UPDATE: Adding a bit of context

We're attempting to analyze this problem with string matching. Assume our cluster has N nodes and a file is stored with N GB of text. The file is stored into HDFS and distributed in even parts to the nodes (1 part per node). Can we create a MapReduce job that launches one process on each node to access the part of the file that's sitting on the same host? Or, would the MapReduce framework unevenly distribute the work? (e.g. 1 job accessing all N part of the data, or .5N nodes attempting to process the whole file?

blong
  • 2,815
  • 8
  • 44
  • 110
  • By default, MR jobs alway consume all local data from HDFS first. Only if no more local data is available, remote blocks are transfered via network (and this is reasonable -- why should an worker be waiting for the other mappers to finish, if there is some data left). Is this not sufficient for your case? – Matthias J. Sax Aug 03 '15 at 14:33
  • Pardon my ignorance, I think because I don't fully understand the standard MR details, that it's made my search for the answer more difficult. In your terms, "_By default, MR jobs always consume all local data from HDFS first._". What I've been asked to find is whether we can create a job that "_consume all *local data* from HDFS *only*_". I might have been wrong to assume our algorithm would run in a `Mapper`. Perhaps the `Mapper` would be an identity function, while the `Reducer` would perform the actual calculation. Perhaps I need to ask about job control or sorting control? – blong Aug 03 '15 at 14:44
  • I understand the question. I am not aware that you can do it. And I don't see any advantage in doing it. It might increase your execution time... – Matthias J. Sax Aug 03 '15 at 14:47
  • Ah, ok, sorry. I think you're right to wonder if this would increase our execution time. We share that concern, but we want to determine if through particular configuration we can actually decrease the execution time; since in our case network latency is a bottleneck. – blong Aug 03 '15 at 14:51

2 Answers2

2

If you set the number of reduce tasks to zero you can skip the shuffling and therefore the network cost of your algorithm.

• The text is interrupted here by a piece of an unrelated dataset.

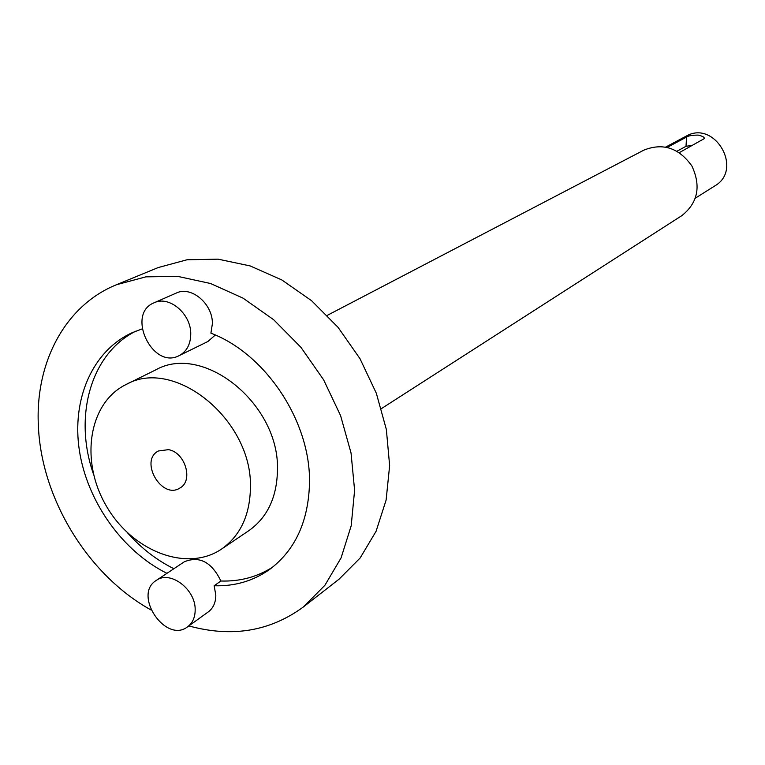 <?xml version="1.0" encoding="UTF-8"?>
<svg xmlns="http://www.w3.org/2000/svg" width="765" height="765" viewBox="0 0 765 765"><rect width="100%" height="100%" fill="white"/><g stroke="black" fill="none" stroke-linecap="round" stroke-linejoin="round"><path stroke-width="1.15" d="M695.433 198.116L714.759 185.943C743.771 169.486 714.606 119.244 685.928 136.285L665.77 147.033M679.339 152.618L704.23 138.637C704.67 137.317 702.643 136.132 698.158 135.089C692.067 135.166 688.204 135.816 686.559 137.059L667.3 147.358M327.277 315.362L643.901 150.112C662.959 142.577 678.966 147.874 691.904 166.015C701.237 186.239 697.91 202.763 681.911 215.587L381.419 408.615M692.421 145.417L686.014 146.287L686.559 137.059M677.035 151.202L686.014 146.287M150.906 609.906C87.506 574.764 40.765 497.719 38.327 424.613C35.391 362.141 65.264 305.445 116.433 284.743L158.173 267.568L186.995 259.775L218.102 259.163L250.184 265.933L281.836 279.952L311.604 300.722L338.073 327.363L359.999 358.699L376.342 393.277L386.354 429.481L389.634 465.627L386.115 500.061L376.084 531.283L360.133 558.001L339.077 579.162L303.466 606.894C270.074 631.393 231.871 637.733 188.84 625.913M116.433 284.743L145.847 276.853L177.662 276.366L210.538 283.509L243.041 298.14L273.66 319.722L300.961 347.358L323.624 379.822L340.578 415.605L351.049 453.014L354.606 490.308L351.192 525.785L341.094 557.876L324.905 585.273L303.466 606.894M154.061 302.806C125.718 313.88 152.541 370.145 179.173 355.62C186.737 351.508 190.6 344.307 190.753 334.018C191.126 313.813 169.161 295.242 154.061 302.806L176.246 293.081C191.193 285.594 212.823 303.801 212.393 323.672L210.911 333.167C265.924 353.994 310.705 421.754 309.509 482.782C308.534 521.29 295.223 550.188 269.567 569.485C253.301 580.97 234.826 586.392 214.152 585.751L215.816 595.132C215.768 602.543 213.253 608.137 208.281 611.904L187.607 626.793C192.627 622.987 195.142 617.326 195.171 609.81C195.677 589.193 170.05 569.992 156.251 580.434C132.488 594.73 165.766 644.015 187.607 626.793M142.089 328.921L132.115 332.727C92.183 351.03 71.518 399.607 79.397 450.661C87.296 501.754 122.534 551.307 166.952 573.329M179.173 355.62L207.937 341.486L215.3 335.022M272.789 567.047C257.308 576.944 240.009 581.601 220.894 581.018L214.152 585.751M220.894 581.018C211.685 562.074 199.502 555.658 184.346 561.768L156.251 580.434M135.826 331.149C90.633 353.602 73.316 416.705 93.464 474.061M127.669 532.976C141.305 548.266 156.72 560.181 173.885 568.72M221.573 549.06L248.807 530.69C267.348 517.523 276.901 497.374 277.466 470.255C279.818 404.178 203.299 342.596 155.515 369.992L126.053 384.537C88.405 402.868 79.837 461.104 106.325 505.981C132.163 551.24 186.985 572.669 221.573 549.06C240.353 535.72 249.973 515.199 250.432 487.496C252.536 419.995 174.439 356.729 126.053 384.537M168.491 449.648L158.384 450.987C138.991 460.75 161.797 500.042 179.89 488.041C193.679 480.927 185.245 452.325 168.491 449.648"/></g></svg>

While creating your job this can be done with the following line of code

job.setNumReduceTasks(0);

I don't know what you algorithm will do but say it is a pattern matching algorithm looking for the occurrence of a particular word, then the mappers would report the number of matches per split. If you want to add the counts you need network communication and a reducer.

First google match on a map-only example I found: Map-Only MR jobs

DDW
  • 1,975
  • 2
  • 13
  • 26
  • Thanks @DDW! Your answer lead me to find even more information about this strategy, namely these two SO threads: [How to write 'map only' hadoop jobs?](http://stackoverflow.com/q/9394409/320399) and [hadoop: difference between 0 reducer and identity reducer?](http://stackoverflow.com/q/10630447/320399). I'd like to do a little more research on this before marking your answer as correct, but I will come back to it and appropriately marked the proper answer. – blong Aug 03 '15 at 18:05
  • @blong: When choosing between 'map only' and 'identity reducer' remember the effect on the number of output files (parts) of your job. This number may have a significant effect on the job you run after this job. – Niels Basjes Aug 04 '15 at 05:43
1

Setting the reducers to zero would increase the data locality. This means the intermediate data that have been generated by the Mappers will be stored on HDFS. Of course, you will not have any control of choosing the which nodes will store the intermediate data and if its size is greater than the number of the mapper slots * block size, then the remote access would be attempt to avoid starvation. My advice is to use delay scheduler and set locality-delay-node-ms and locality-delay-rack-ms to a large value (i.e. the maximum expected running time for your mappers). This will make the delay scheduler waits as much as possible before requesting data remotely. However, this may lead to resource under-utilization and increasing the running time (e.g. any node that does not store any data block will be idle for a long time locality-delay-node-ms + locality-delay-rack-ms).

Yahia
  • 1,209
  • 1
  • 15
  • 18